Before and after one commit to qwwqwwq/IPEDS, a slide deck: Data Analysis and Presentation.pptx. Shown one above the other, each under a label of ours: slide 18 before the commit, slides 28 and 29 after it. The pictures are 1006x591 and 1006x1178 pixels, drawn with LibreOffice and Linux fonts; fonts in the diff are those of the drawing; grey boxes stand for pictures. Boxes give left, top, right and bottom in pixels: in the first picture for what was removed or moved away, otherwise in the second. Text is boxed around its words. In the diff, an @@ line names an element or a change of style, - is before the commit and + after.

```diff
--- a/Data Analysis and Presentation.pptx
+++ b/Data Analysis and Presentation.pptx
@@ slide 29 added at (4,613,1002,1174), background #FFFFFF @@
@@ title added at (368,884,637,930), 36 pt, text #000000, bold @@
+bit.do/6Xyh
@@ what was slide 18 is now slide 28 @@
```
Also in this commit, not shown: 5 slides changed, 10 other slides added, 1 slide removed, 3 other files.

§

- [Problem statement]:
Every line of the data that includes the word "what" should be copied.

- [Result of this exercise]:
Before and after one commit to qwwqwwq/IPEDS, a slide deck: Data Analysis and Presentation.pptx. Shown one above the other, each under a label of ours: slide 18 before the commit, slides 28 and 29 after it. The pictures are 1006x591 and 1006x1178 pixels, drawn with LibreOffice and Linux fonts; fonts in the diff are those of the drawing; grey boxes stand for pictures. Boxes give left, top, right and bottom in pixels: in the first picture for what was removed or moved away, otherwise in the second. Text is boxed around its words. In the diff, an @@ line names an element or a change of style, - is before the commit and + after.
@@ what was slide 18 is now slide 28 @@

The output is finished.